EXERCISE INSTRUCTIONS:
For the string "home", state the number of lines in the data that contain it, and nothing else.

[Stored items from a collection]
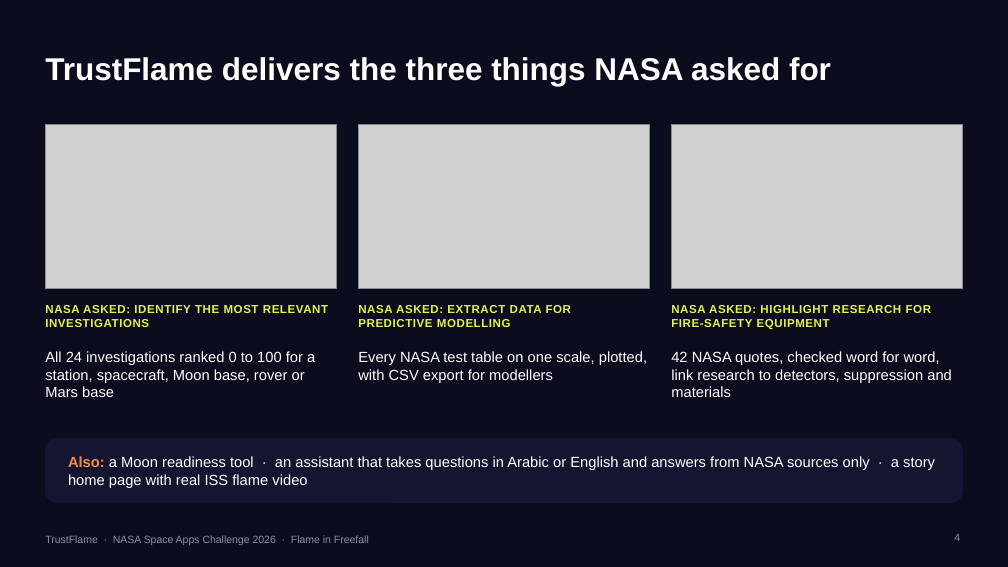
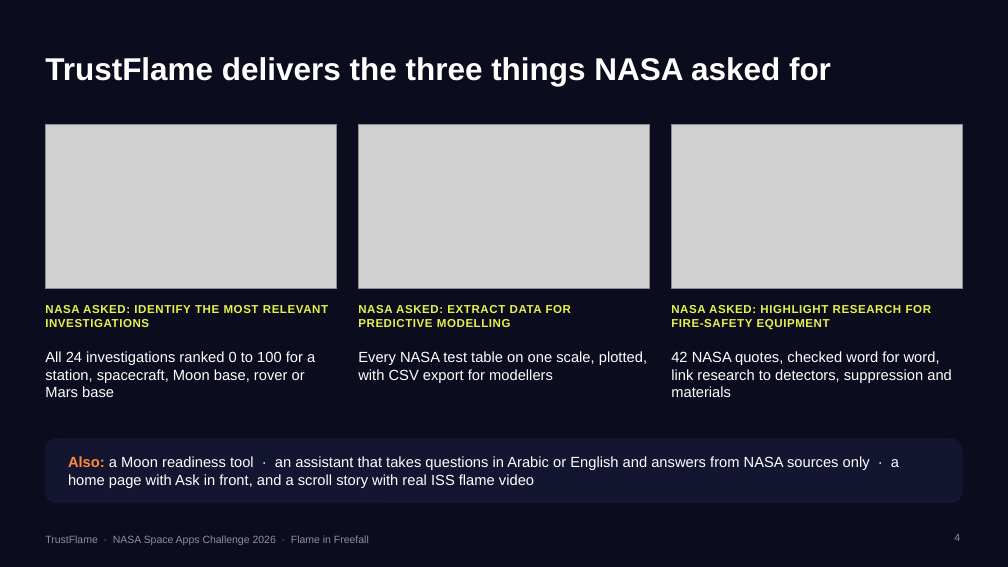
Before and after one commit to mariadwaghrh/flame-in-freefall, a slide deck: slide 4 of presentation/TrustFlame_deck.pptx. Drawn at 1008x567 pixels with LibreOffice and Linux fonts; fonts in the diff are those of the drawing; grey boxes stand for pictures. Boxes give left, top, right and bottom in pixels: in the first picture for what was removed or moved away, otherwise in the second. Text is boxed around its words. In the diff, an @@ line names an element or a change of style, - is before the commit and + after.

```diff
--- a/presentation/TrustFlame_deck.pptx
+++ b/presentation/TrustFlame_deck.pptx
@@ text at box(68, 456, 899, 488): text changed @@
-Also: a Moon readiness tool · an assistant that takes questions in Arabic or English and answers from NASA sources only · a story home page with real ISS flame video
+Also: a Moon readiness tool · an assistant that takes questions in Arabic or English and answers from NASA sources only · a home page with Ask in front, and a scroll story with real ISS flame video
```
Also in this commit, not shown: 55 other files.
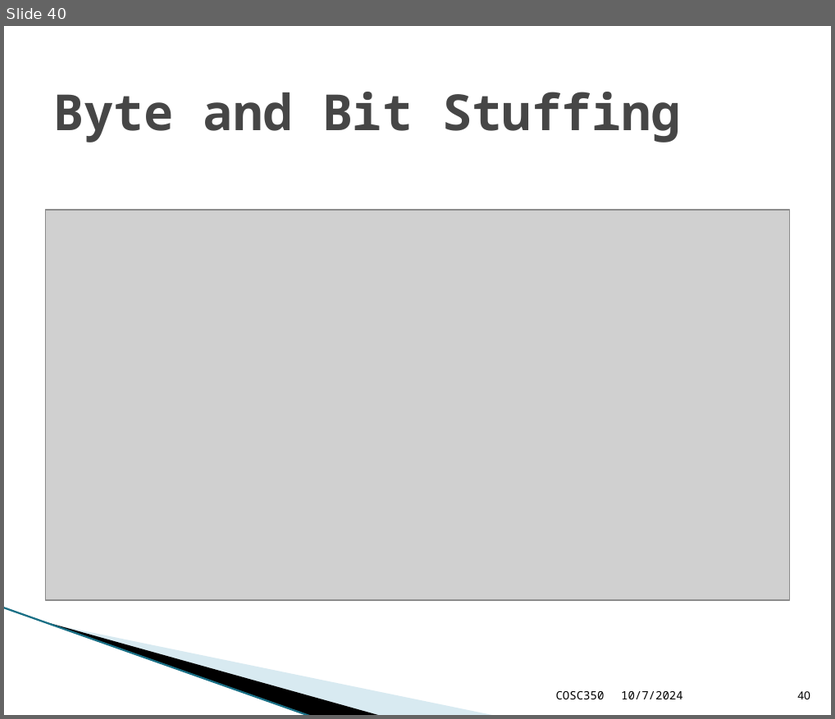
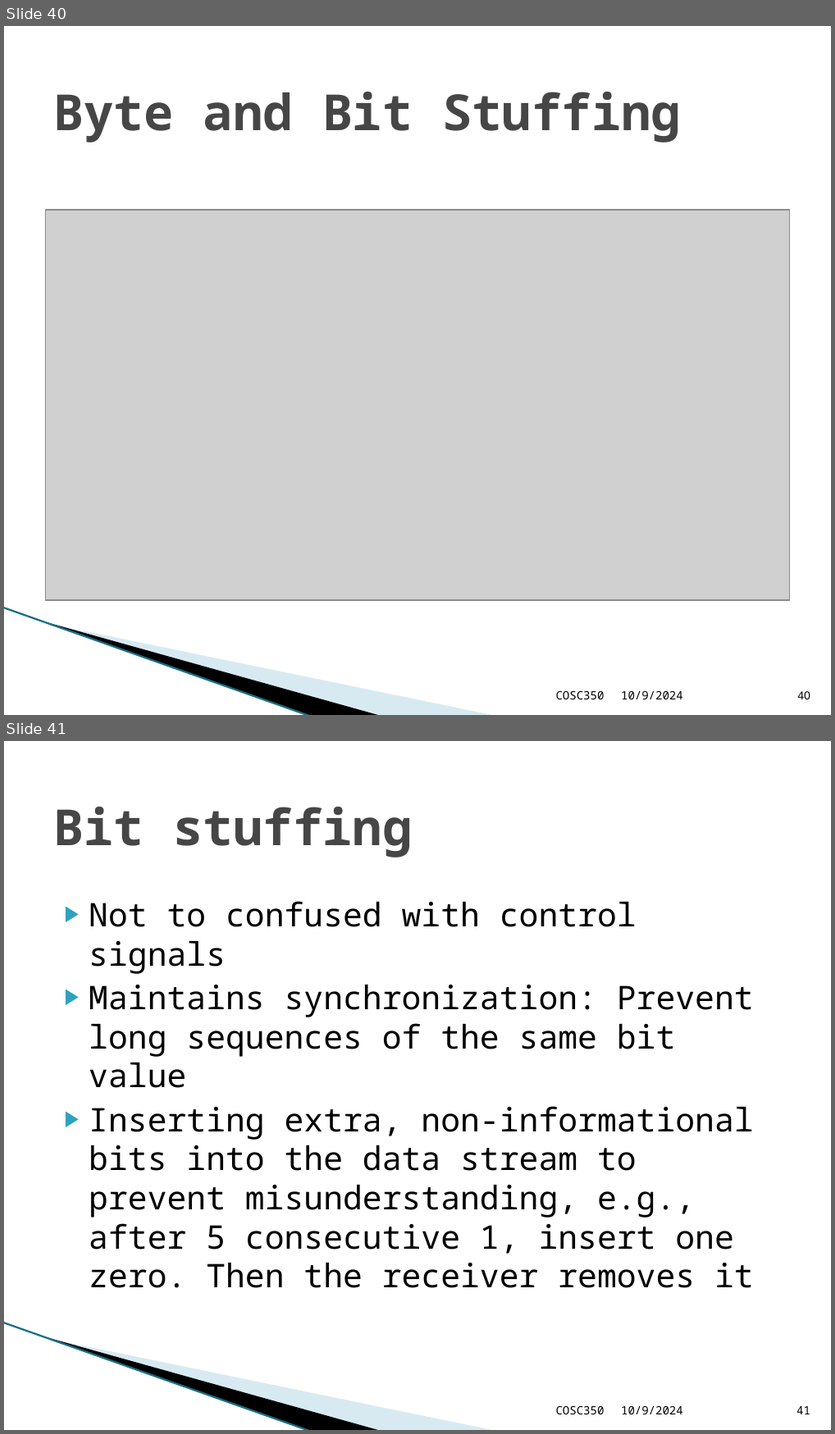
Before and after one commit to Neat-Keat/TUnotes, a slide deck: SEM5/COSC350/LANs.pptx. Shown one above the other, each under a label of ours: slide 40 before the commit, slides 40 and 41 after it. The pictures are 835x719 and 835x1434 pixels, drawn with LibreOffice and Linux fonts; fonts in the diff are those of the drawing; grey boxes stand for pictures; background and template pictures are left out. Boxes give left, top, right and bottom in pixels: in the first picture for what was removed or moved away, otherwise in the second. Text is boxed around its words. In the diff, an @@ line names an element or a change of style, - is before the commit and + after.

```diff
--- a/SEM5/COSC350/LANs.pptx
+++ b/SEM5/COSC350/LANs.pptx
@@ slide 41 added at (4,741,831,1430), background #FFFFFF; not listed: 3 template elements that a slide beside it also shows @@
@@ title added at (54,807,412,857), 26 pt, text #464646, bold @@
+Bit stuffing
@@ text added at (88,901,753,1288), 17 pt, text #000000 @@
+▶ Not to confused with control signals
+▶ Maintains synchronization: Prevent long sequences of the same bit value
+▶ Inserting extra, non-informational bits into the data stream to prevent misunderstanding, e.g., after 5 consecutive 1, insert one zero. Then the receiver removes it
@@ text added at (556,1406,604,1414), 6 pt, text #000000 @@
+COSC350
@@ text added at (621,1406,683,1414), 6 pt, text #000000 @@
+10/9/2024
@@ page number added at (796,1406,810,1414), 6 pt, text #000000 @@
+41
@@ slide 40 changed as well @@
@@ text at (621,691,683,699): text changed @@
-10/7/2024
+10/9/2024
```
Also in this commit, not shown: 39 other slides changed, 20 other files.

RESPONSE BOX:
2